Kusama fully embraced Warhol's idea of the artist as celebrity, claiming, "publicity is critical to my work because it offers the best way of communicating with a large number of people... avant-garde artists should use mass communication as traditional painters use paints and brushes."

http://www.phaidon.com/agenda/art/picture-galleries/2012/february/02/the-fantastical-world-of-yayoi-kusama/

http://www.phaidon.com/agenda/art/picture-galleries/2011/april/06/to-infinity-and-beyond-with-yayoi-kusama/

http://www.theartstory.org/artist-kusama-yayoi-artworks.htm


https://play.qagoma.qld.gov.au/looknowseeforever/essays/performing-the-body/

https://www.moma.org/artists/3315


Monday, March 18, 2024

Happy Birthday William Henry Johnson

 

Happy Birthday William Henry Johnson

Children Dance, ca. 1944

 
March 18, 1901. William Henry Johnson (March 18, 1901-1970) was an African American painter born in Florence, South Carolina, and is now widely recognized as one of the greatest American artists of the 20th Century.  The work is on loan from the Smithsonian to President Barack Obama.

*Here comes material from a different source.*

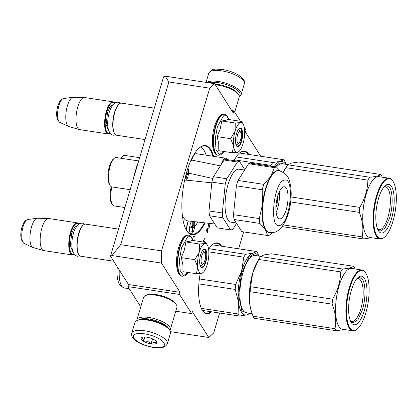 <?xml version="1.0" encoding="UTF-8"?>
<svg xmlns="http://www.w3.org/2000/svg" width="417" height="417" viewBox="0 0 417 417"><rect width="100%" height="100%" fill="white"/><g stroke="black" fill="none" stroke-linecap="round" stroke-linejoin="round"><path stroke-width="0.63" d="M205.133 222.897A45.114 15.653 -81.4 0 1 186.717 230.747A45.114 15.653 -81.4 0 1 186.717 230.742A45.114 15.653 -81.4 0 1 183.261 187.822A45.114 15.653 -81.4 0 1 199.305 147.868A45.114 15.653 -81.4 0 1 210.752 149.604A45.114 15.653 -81.4 0 1 213.561 156.318M199.086 148.056A44.65 15.492 -81.4 0 1 205.013 145.966A44.65 15.492 -81.4 0 1 210.199 149.953A44.65 15.492 -81.4 0 1 212.868 156.213M208.625 249.319A35.836 12.432 -81.4 0 1 212.451 244.706A35.836 12.432 -81.4 0 1 221.547 246.087A35.836 12.432 -81.4 0 1 221.63 246.223M234.052 160.644A35.836 12.432 -81.4 0 1 239.639 152.924A35.836 12.432 -81.4 0 1 248.73 154.306A35.836 12.432 -81.4 0 1 248.819 154.441M110.479 256.184L163.615 76.791L165.158 76.16L168.849 81.967L120.649 244.675L112.017 255.553L110.479 256.184L128.483 284.509L127.868 286.594L140.07 305.802L141.035 305.948M231.706 110.547L233.859 110.875L233.239 112.96L214.625 83.676L165.158 76.16M260.761 156.255L245.446 132.163L246.066 130.078L244.294 127.289M240.468 121.279L233.859 110.875M170.47 331.661L208.787 337.483L213.702 332.98L219.613 313.026M238.633 248.808L243.643 231.894M208.787 337.483L192.31 311.556L191.69 313.641L175.755 311.223M127.868 286.594L179.482 294.438L191.69 313.641M179.482 294.438L180.102 292.353L128.483 284.509M180.102 292.353L161.483 263.064L112.017 255.553M214.625 83.676L209.709 88.175L161.515 250.883L161.483 263.064M161.515 250.883L120.649 244.675M209.709 88.175L168.849 81.967M192.685 239.139A3.247 1.126 -81.4 0 1 194.28 236.126A3.247 1.126 -81.4 0 1 194.656 236.413A3.247 1.126 -81.4 0 1 194.63 240.745M204.007 239.613L204.278 238.404L204.007 239.613M204.836 242.293L203.736 240.072L203.048 242.022M203.918 242.152L204.106 241.902L204.335 242.22M207.791 228.031L207.197 228.156L206.389 230.747L207.661 232.754L207.822 232.206L207.254 231.31L207.65 228.735M209.6 225.816L209.433 224.763L208.974 225.102L208.839 223.955L208.323 224.346L207.921 227.041L208.568 224.466L208.703 226.28L209.136 225.227L209.433 225.561L208.682 228.235L209.251 227.401L209.433 225.795M209.256 223.376L209.808 224.023L210.366 223.502M211.664 311.817A35.836 12.432 -81.4 0 1 202.453 310.54A35.836 12.432 -81.4 0 1 202.448 310.54A35.836 12.432 -81.4 0 1 200.196 273.521M192.842 238.336A3.247 1.126 -81.4 0 1 192.737 239.28M204.132 241.433L203.626 240.156M204.945 241.928L204.262 241.156M204.622 242.261L204.731 241.896M207.562 229.475L207.04 231.279L207.51 232.509M208.964 227.526L208.589 228.156M209.298 225.216L208.75 225.477M208.703 224.409L208.234 224.596M208.63 223.939L208.781 224.654M209.204 224.721L209.407 225.383M210.147 223.481L209.699 223.986M239.421 153.112A35.372 12.27 -81.4 0 1 244.07 151.496A35.372 12.27 -81.4 0 1 247.948 154.306M212.232 244.899A35.372 12.27 -81.4 0 1 216.882 243.278A35.372 12.27 -81.4 0 1 220.76 246.093M210.793 311.687A35.372 12.27 -81.4 0 1 206.253 313.219A35.372 12.27 -81.4 0 1 202.297 310.295M204.471 222.819A44.65 15.492 -81.4 0 1 191.596 234.25A44.65 15.492 -81.4 0 1 186.561 230.497M204.226 239.473L204.148 238.623L204.372 238.972L204.226 239.473L203.944 239.337M203.183 242.042L203.668 241.224M206.488 230.413L207.093 231.054L206.493 230.387M206.686 230.413L207.087 228.427L207.603 228.532L207.093 231.054M203.397 242.074L203.689 241.214L203.746 242.126M204.768 253.192A5.796 2.012 -81.4 0 0 201.698 256.007A5.796 2.012 98.6 0 0 201.202 262.251A5.796 2.012 98.6 0 0 203.152 263.846A5.796 2.012 98.6 0 0 204.752 260.807A5.796 2.012 -81.4 0 0 204.768 253.192L203.543 251.263A7.652 2.653 -81.4 0 0 202.657 250.581A7.652 2.653 -81.4 0 0 202.422 250.575M78.886 254.777L78.584 254.292A15.773 5.473 98.6 0 1 78.636 233.577A15.773 5.473 -81.4 0 1 82.983 225.316L83.421 224.945A16.237 5.635 -81.4 0 0 78.943 233.452A16.237 5.635 98.6 0 0 78.886 254.777A16.237 5.635 98.6 0 0 80.773 256.226L113.685 261.224M83.421 224.945A16.237 5.635 -81.4 0 1 85.652 224.122L118.496 229.11M78.844 224.012A15.773 5.473 -81.4 0 0 71.104 232.436A15.773 5.473 98.6 0 0 69.618 248.579A15.773 5.473 98.6 0 0 74.242 254.307M78.922 223.965A16.237 5.635 -81.4 0 0 77.265 222.85A16.237 5.635 -81.4 0 0 70.551 232.18A16.237 5.635 98.6 0 0 72.386 254.954A16.237 5.635 98.6 0 0 74.299 254.375M24.077 243.434C20.548 240.5 19.865 234.969 22.028 226.848C24.733 219.795 25.135 220.65 27.715 219.498A12.166 4.222 -81.4 0 0 23.107 226.494A12.166 4.222 -81.4 0 0 24.077 243.434L32.75 247.417A14.814 5.14 98.6 0 1 31.572 226.791A14.814 5.14 -81.4 0 1 37.176 218.273A14.814 5.14 -81.4 0 1 37.457 218.258L48.403 218.482A16.237 5.635 -81.4 0 0 41.95 227.833A16.237 5.635 98.6 0 0 43.53 250.549A16.237 5.635 98.6 0 0 43.78 250.607L72.386 254.954M48.403 218.482A16.237 5.635 -81.4 0 1 48.659 218.503L77.265 222.85M32.75 247.417A14.814 5.14 98.6 0 0 33.016 247.516L43.53 250.549M240.609 132.21A5.796 2.012 -81.4 0 0 237.539 135.025A5.796 2.012 98.6 0 0 237.038 141.264A5.796 2.012 98.6 0 0 238.988 142.859A5.796 2.012 98.6 0 0 240.588 139.825A5.796 2.012 -81.4 0 0 240.609 132.21L239.379 130.276A7.652 2.653 -81.4 0 0 238.493 129.593A7.652 2.653 -81.4 0 0 238.258 129.588M114.727 133.789L114.42 133.304A15.773 5.473 98.6 0 1 114.472 112.595A15.773 5.473 -81.4 0 1 118.819 104.333L119.257 103.963A16.237 5.635 -81.4 0 0 114.779 112.465A16.237 5.635 98.6 0 0 114.727 133.789A16.237 5.635 98.6 0 0 116.614 135.238L145.022 139.559M119.257 103.963A16.237 5.635 -81.4 0 1 121.493 103.135L154.332 108.128M114.68 103.03A15.773 5.473 -81.4 0 0 106.945 111.448A15.773 5.473 98.6 0 0 105.459 127.597A15.773 5.473 98.6 0 0 110.078 133.32M114.758 102.978A16.237 5.635 -81.4 0 0 113.101 101.863A16.237 5.635 -81.4 0 0 106.392 111.193A16.237 5.635 98.6 0 0 108.227 133.966A16.237 5.635 98.6 0 0 110.135 133.393M59.912 122.447C56.389 119.512 55.706 113.982 57.864 105.861C60.569 98.808 60.976 99.663 63.551 98.511A12.166 4.222 -81.4 0 0 58.943 105.506A12.166 4.222 -81.4 0 0 59.912 122.447L68.586 126.429A14.814 5.14 98.6 0 1 67.408 105.803A14.814 5.14 -81.4 0 1 73.017 97.286A14.814 5.14 -81.4 0 1 73.298 97.27L84.244 97.495A16.237 5.635 -81.4 0 0 77.786 106.846A16.237 5.635 98.6 0 0 79.371 129.567A16.237 5.635 98.6 0 0 79.621 129.619L108.227 133.966M84.244 97.495A16.237 5.635 -81.4 0 1 84.5 97.515L113.101 101.863M68.586 126.429A14.814 5.14 98.6 0 0 68.852 126.528L79.371 129.567M237.502 152.299L232.264 152.747L233.603 146.049A15.075 5.228 98.6 0 0 237.502 152.299L237.633 152.268A15.075 5.228 -81.4 0 0 238.873 151.564A15.075 5.228 -81.4 0 0 242.981 143.829L243.08 143.5A15.075 5.228 -81.4 0 0 244.539 128.952L244.508 128.655A15.075 5.228 98.6 0 0 243.08 123.865A15.075 5.228 98.6 0 0 240.557 122.562L241.537 121.441L241.912 122.03M238.185 143.156A7.652 2.653 -81.4 0 1 236.194 144.73A7.652 2.653 -81.4 0 1 235.97 144.668M224.111 151.512L219.451 154.509L216.048 149.708L215.25 139.023L217.372 126.705L223.528 115.811L226.655 115.744L228.969 119.528M241.594 128.869A9.508 3.3 -81.4 0 1 241.563 141.358A9.508 3.3 -81.4 0 1 236.528 145.976L236.528 145.976A9.508 3.3 -81.4 0 1 235.803 136.927A9.508 3.3 -81.4 0 1 239.181 128.504A9.508 3.3 -81.4 0 1 241.594 128.869M241.537 121.441L228.057 119.392L225.633 120.32L221.766 120.977L220.239 128.926L217.132 136.635L218.727 143.641L218.779 150.699L232.264 152.747M235.094 131.183C236.663 126.137 238.482 123.265 240.557 122.562L235.251 123.025L235.094 131.183C233.629 136.38 233.129 141.337 233.603 146.049L230.611 138.679L235.094 131.183M243.08 123.865L241.61 121.55M217.132 136.635L230.611 138.679M221.766 120.977L235.251 123.025M238.873 151.564L237.633 152.268M239.071 128.603L240.239 128.217L241.318 129.046L241.709 139.591L239.801 144.767L237.455 146.565L236.455 145.851M201.666 273.286L196.428 273.734L197.762 267.031A15.075 5.228 98.6 0 0 201.666 273.286L201.797 273.255A15.075 5.228 -81.4 0 0 203.032 272.546A15.075 5.228 -81.4 0 0 207.145 264.816L207.239 264.487A15.075 5.228 -81.4 0 0 208.703 249.934L208.667 249.642A15.075 5.228 98.6 0 0 207.244 244.852A15.075 5.228 98.6 0 0 204.721 243.544L205.701 242.423L206.076 243.017M202.349 264.138A7.652 2.653 -81.4 0 1 200.353 265.712A7.652 2.653 -81.4 0 1 200.129 265.65M188.27 272.494L183.616 275.496L180.212 270.696L179.409 260.01L181.536 247.693L187.692 236.799L190.819 236.726L193.128 240.515M205.758 249.856A9.508 3.3 -81.4 0 1 205.727 262.345A9.508 3.3 -81.4 0 1 200.692 266.963A9.508 3.3 -81.4 0 1 200.692 266.958A9.508 3.3 -81.4 0 1 199.962 257.914A9.508 3.3 -81.4 0 1 203.345 249.491A9.508 3.3 -81.4 0 1 205.758 249.856M205.701 242.423L192.216 240.374L189.928 241.271L185.93 241.959L184.397 249.908L181.291 257.617L182.922 264.92L182.943 271.686L196.428 273.734M199.258 252.165C200.822 247.125 202.646 244.253 204.721 243.544L199.415 244.008L199.258 252.165C197.788 257.367 197.293 262.324 197.762 267.031L194.775 259.666L199.258 252.165M207.244 244.852L205.769 242.532M181.291 257.617L194.775 259.666M185.93 241.959L199.415 244.008M203.032 272.546L201.797 273.255M203.235 249.59L204.403 249.204L205.482 250.033L205.873 260.578L203.965 265.754L201.614 267.547L200.613 266.833M167.337 343.728L170.49 333.089A18.556 6.437 -163.5 0 0 169.901 330.431L169.292 329.466A17.629 6.114 -163.5 0 0 148.306 319.688A17.629 6.114 -163.5 0 0 137.881 320.162L136.844 320.642A18.556 6.437 -163.5 0 0 134.905 322.549L131.756 333.188C130.057 339.683 142.468 345.672 153.472 347.47C160.993 348.68 165.617 347.434 167.337 343.728A18.556 6.437 -163.5 0 0 144.663 330.775A18.556 6.437 -163.5 0 0 131.756 333.188M169.901 330.431A18.556 6.437 -163.5 0 0 147.816 320.136A18.556 6.437 -163.5 0 0 136.844 320.642M153.201 347.262C162.093 348.252 165.685 346.777 163.985 342.831C160.498 338.609 154.055 335.607 144.657 333.819C135.765 332.829 132.168 334.309 133.873 338.255C137.36 342.472 143.802 345.474 153.201 347.262M151.063 343.905A8.116 2.815 -163.5 0 0 156.458 341.685A8.116 2.815 -163.5 0 0 146.789 337.181A8.116 2.815 -163.5 0 0 141.994 337.4A8.116 2.815 -163.5 0 0 142.859 340.819A8.116 2.815 -163.5 0 0 151.063 343.905M142.317 337.275L141.441 337.822C142.531 337.64 143.234 338.75 143.557 341.148C146.44 340.741 148.942 341.622 151.063 343.796C153.248 342.274 155.046 342.044 156.458 343.113L156 341.111M151.063 343.796L152.523 338.875M143.557 341.148L144.788 336.993M209.079 82.832A17.629 6.114 16.5 0 1 218.498 82.722A17.629 6.114 16.5 0 1 235.49 88.847A17.629 6.114 16.5 0 1 239.191 96.233M206.707 82.472A18.556 6.437 16.5 0 1 218.503 81.503A18.556 6.437 16.5 0 1 241.177 94.456A18.556 6.437 16.5 0 1 239.238 96.363L239.212 96.374M136.87 320.626A17.394 6.031 16.5 0 1 136.943 319.75L143.557 297.43A17.394 6.031 16.5 0 1 145.371 295.637L146.669 295.043A16.237 5.63 16.5 0 1 156.271 294.605A16.237 5.63 16.5 0 1 175.599 303.612L176.365 304.822A17.394 6.031 16.5 0 1 176.917 307.308L170.303 329.628A17.394 6.031 16.5 0 1 169.886 330.405M145.371 295.637A17.394 6.031 16.5 0 1 155.656 295.168A17.394 6.031 16.5 0 1 176.365 304.822M138.757 319.834A16.237 5.63 16.5 0 1 149.041 319.01A16.237 5.63 16.5 0 1 168.739 328.716M136.943 319.75A17.394 6.031 16.5 0 1 149.046 317.488A17.394 6.031 16.5 0 1 170.303 329.628M234.708 112.209L239.139 97.255A17.394 6.031 -163.5 0 0 238.587 94.763L237.82 93.559A16.237 5.63 -163.5 0 0 218.492 84.547A16.237 5.63 -163.5 0 0 214.953 84.192M238.587 94.763A17.394 6.031 -163.5 0 0 217.877 85.11A17.394 6.031 -163.5 0 0 215.344 84.813M184.517 180.848A6.959 2.413 -81.4 0 0 184.924 181.014A6.959 2.413 -81.4 0 0 185.278 180.999A6.959 2.413 98.6 0 0 188.171 175.526A6.959 2.413 98.6 0 0 187.937 168.087M187.082 170.772A32.463 30.128 75.8 0 1 187.045 172.341L187.348 173.378A32.463 4.394 5.7 0 0 188.093 173.086A32.14 29.826 75.8 0 1 187.958 174.457A32.463 4.394 -174.3 0 1 187.212 174.754L186.675 176A32.463 30.128 75.8 0 1 186.144 178.705L185.638 178.83A32.463 30.128 -104.2 0 0 186.175 176.13L185.873 175.088A32.463 4.394 -174.3 0 1 185.867 175.093L185.867 175.077M186.008 173.717L186.545 172.471M186.128 174.087L187.958 174.457M185.685 178.638L186.144 178.705M191.471 221.307A6.959 2.413 -81.4 0 0 189.553 228.839A6.959 2.413 -81.4 0 0 191.106 233.775A6.959 2.413 -81.4 0 0 191.46 233.76A6.959 2.413 98.6 0 0 194.197 228.975A6.959 2.413 98.6 0 0 194.426 221.651M192.998 222.386L193.243 222.318A32.463 30.128 75.8 0 1 193.227 225.102L193.53 226.139A32.463 4.394 5.7 0 0 194.275 225.847A32.14 29.826 75.8 0 1 194.14 227.218A32.463 4.394 -174.3 0 1 193.394 227.51L192.857 228.761A32.463 30.128 75.8 0 1 192.326 231.466L191.82 231.591A32.463 30.128 -104.2 0 0 192.357 228.886L192.055 227.849A32.463 4.394 -174.3 0 1 190.788 228.063A32.14 29.826 -104.2 0 0 190.929 226.692A32.463 4.394 5.7 0 0 192.19 226.478L192.727 225.232A32.463 30.128 -104.2 0 0 192.743 222.449L192.998 222.386M192.571 226.009L193.53 226.139M192.122 227.849L190.835 227.666L192.122 227.849M190.944 227.672A1.157 0.401 -81.4 0 1 191.299 227.192L194.14 227.218M192.305 226.942L192.362 226.374M191.867 231.399L192.326 231.466M124.881 207.551L114.076 205.909A14.845 5.15 -81.4 0 1 112.35 204.58A14.845 5.15 -81.4 0 1 111.907 186.92A14.845 5.15 -81.4 0 1 111.85 186.915A14.845 5.15 -81.4 0 1 110.124 185.586A14.845 5.15 -81.4 0 1 108.988 171.465A14.845 5.15 -81.4 0 1 114.268 158.314A14.845 5.15 -81.4 0 1 115.556 157.605A14.845 5.15 -81.4 0 1 116.312 157.558L138.684 160.962M130.172 189.693L111.907 186.92M112.35 204.58L111.584 203.376A13.683 4.749 -81.4 0 1 111.271 186.722M136.995 165.58L134.191 175.046M110.124 185.586L109.358 184.382A13.683 4.749 -81.4 0 1 108.311 171.361A13.683 4.749 -81.4 0 1 113.179 159.242L114.268 158.314M120.643 158.22A13.683 4.749 -81.4 0 1 121.665 157.1L122.754 156.172A14.845 5.15 -81.4 0 1 124.798 155.421L139.659 157.678M121.05 158.283A14.845 5.15 -81.4 0 1 122.754 156.172M194.583 226.942A43.488 15.09 98.6 0 0 197.762 222.037M227.484 159.643A11.598 4.024 98.6 0 0 225.905 158.194L196.438 153.717A11.598 4.024 98.6 0 0 191.737 160.076L220.812 165.945M225.905 158.194A11.598 4.024 98.6 0 0 221.208 164.533M191.737 160.076A32.01 11.103 98.6 0 0 190.324 161.76M188.515 173.128L212.915 178.502M186.378 180.123L211.815 182.855M187.671 220.864A32.01 11.103 -81.4 0 1 187.608 220.859A32.01 11.103 -81.4 0 1 182.265 214.807M206.165 155.197A43.488 15.09 98.6 0 0 200.77 146.893M269.523 232.603L269.09 232.535A31.311 10.863 -81.4 0 1 265.457 229.741A31.311 10.863 -81.4 0 1 262.491 204.434A31.311 10.863 -81.4 0 1 270.831 176.271A31.311 10.863 -81.4 0 1 276.898 170.709A31.311 10.863 98.6 0 1 278.499 170.621L278.931 170.683A31.311 10.863 98.6 0 0 277.331 170.777A31.311 10.863 98.6 0 0 263.174 202.255A31.311 10.863 98.6 0 0 269.523 232.603L273.995 232.378C281.762 230.982 288.574 217.961 290.357 204.095C291.66 195.5 291.42 187.978 289.633 181.541C288.554 176.209 284.988 172.591 278.931 170.683M262.199 189.751A34.559 11.989 -81.4 0 1 263.794 184.371L270.831 176.271L274.391 167.644A34.559 11.989 -81.4 0 1 275.486 167.243A34.559 11.989 -81.4 0 1 276.549 167.097L250.758 163.183A34.559 11.989 -81.4 0 0 249.694 163.323A34.559 11.989 -81.4 0 0 248.6 163.725L238.003 180.452A34.559 11.989 -81.4 0 0 236.408 185.831L233.51 214.666A34.559 11.989 -81.4 0 0 234.078 219.504L259.869 223.418A34.559 11.989 -81.4 0 1 259.301 218.586L262.491 204.434L262.199 189.751L236.408 185.831M225.175 159.602A34.559 11.989 -81.4 0 1 226.243 159.456L239.577 161.483A34.559 11.989 98.6 0 0 238.508 161.624A34.559 11.989 98.6 0 0 237.414 162.025L224.08 160.003A34.559 11.989 -81.4 0 1 225.175 159.602M239.577 161.483L244.805 169.714M224.08 160.003L213.483 176.73L226.817 178.752L237.414 162.025M226.817 178.752A34.559 11.989 -81.4 0 0 225.227 184.132L211.893 182.104A34.559 11.989 -81.4 0 1 213.483 176.73M211.893 182.104L208.99 210.945L222.324 212.967L225.227 184.132M209.558 215.777L217.257 227.885L230.591 229.913L222.892 217.804L209.558 215.777A34.559 11.989 -81.4 0 1 208.99 210.945M222.892 217.804A34.559 11.989 -81.4 0 1 222.324 212.967M230.591 229.913A34.559 11.989 98.6 0 0 232.749 229.366L236.543 223.382M244.597 170.042L239.108 169.208A26.792 9.294 98.6 0 0 237.737 169.286A26.792 9.294 -81.4 0 0 225.628 196.219A26.792 9.294 -81.4 0 0 231.06 222.183L236.288 222.975M275.892 207.895A11.598 4.024 98.6 0 0 277.675 196.167M276.117 212.362A16.237 5.635 98.6 0 0 279.218 191.971M280.36 218.826A16.237 5.635 -81.4 0 1 279.531 218.873A16.237 5.635 -81.4 0 1 276.236 203.136A16.237 5.635 -81.4 0 1 283.581 186.816A16.237 5.635 98.6 0 1 284.41 186.769A16.237 5.635 98.6 0 1 287.699 202.5A16.237 5.635 98.6 0 1 280.36 218.826M272.098 232.691L269.726 234.985A34.559 11.989 98.6 0 1 268.631 235.386A34.559 11.989 -81.4 0 1 267.563 235.527L265.457 229.741L259.869 223.418M267.563 235.527L241.771 231.612L234.078 219.504M259.301 218.586L233.51 214.666M274.391 167.644L248.6 163.725M276.549 167.097L280.344 170.996M263.794 184.371L238.003 180.452M258.264 256.017A31.311 10.863 98.6 0 0 258.191 255.902A31.311 10.863 98.6 0 0 252.957 253.197L256.57 251.529A34.793 12.072 -81.4 0 1 257.258 252.493A34.793 12.072 -81.4 0 1 257.899 253.619L258.816 256.101M256.57 251.529L212.342 244.81M238.081 313.944L238.508 301.971A31.311 10.863 98.6 0 0 246.749 314.934L239.41 316.034A34.793 12.072 -81.4 0 1 238.081 313.944L201.317 308.361M239.41 316.034L202.375 310.404M129.223 288.731L124.276 287.975A22.732 7.887 -81.4 0 1 122.687 287.204L120.273 285.119A20.991 7.282 -81.4 0 1 119.304 283.956A20.991 7.282 -81.4 0 1 117.318 266.948M122.687 287.204A22.732 7.887 -81.4 0 1 121.634 285.947A22.732 7.887 98.6 0 1 119.283 270.039M235.709 284.457L241.61 271.102A31.311 10.863 -81.4 0 0 238.508 301.971L235.209 289.434A34.793 12.072 -81.4 0 1 235.709 284.457L199.357 278.937M235.209 289.434L198.852 283.909M250.362 313.271L246.749 314.934A31.311 10.863 -81.4 0 0 249.554 313.344M245.618 254.297L252.957 253.197A31.311 10.863 -81.4 0 0 241.61 271.102L243.789 257.18A34.793 12.072 -81.4 0 1 245.618 254.297L209.006 248.735M243.789 257.18L208.844 251.873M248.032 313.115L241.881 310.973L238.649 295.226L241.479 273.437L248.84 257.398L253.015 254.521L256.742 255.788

William Henry Johnson was born on March 18, 1901, in the small town of Florence, South Carolina, to parents Henry Johnson and Alice Smoot, who were both laborers. At an early age, Johnson wanted to become an artist. However, as the oldest of the family's five children, who lived in a poor, segregated town in the South, Johnson tucked away his aspirations of becoming an artist, deeming them unrealistic.

At the age of 17, Johnson South Carolina to pursue his dreams in New York City. There, he enrolled at the National Academy of Design and met Charles Webster Hawthorne, a well-known artist who took Johnson under his wing. While Hawthorne recognized Johnson's talent, he knew that Johnson would have a difficult time excelling as an African-American artist in the United States, and thus raised enough money to send the young artist to Paris, France, upon his graduation in 1926.



Johnson lived for several years in France, studying and gaining recognition.  A return trip to his home town shocked him with a renewed encounter with racism and Johnson returned to Europe, eventually marrying Holcha Krake, a Danish artist. They settled in Denmark and traveled widely in the Middle East and Africa, but due to the threat of war, were forced to return to the US in 1938


Johnson and his wife settled in Harlem, probably the only place in the US at the time where an interracial couple could live with some degree of freedom and safety.


Johnson took a job as an art teacher at the Harlem Community Art Center. Transitioning from expressionism to a a sophisticated style of "folk art," characterized by simplicity, flat figured and bright colors. Some of these works, including paintings depicting black soldiers fighting on the front lines as well as the segregation that took place there, served as commentaries on the treatment of African Americans in the U.S. Army during World War II.



In 1941, a solo exhibition was held for Johnson at Alma Reed Galleries. The following year, a fire destroyed Johnson's studio, leaving his artwork and supplies reduced to ashes. Two years later, in 1944, Johnson's beloved wife of 14 years, Krake, died of breast cancer.


 After her death, Johnson became increasingly unstable. He was eventually hospitalized at Central Islip State Hospital, a psychiatric facility in Central Islip, Long Island, New York. He would spend the next 23 years of his life, away from the attention that he'd garnered for his artwork. He died there in 1970.


 After his death, his entire body was work was almost disposed of to save storage fees but at the last moment, was rescued by friends. Over a thousand paintings by Johnson are part of the Smithsonian Collection of American Art.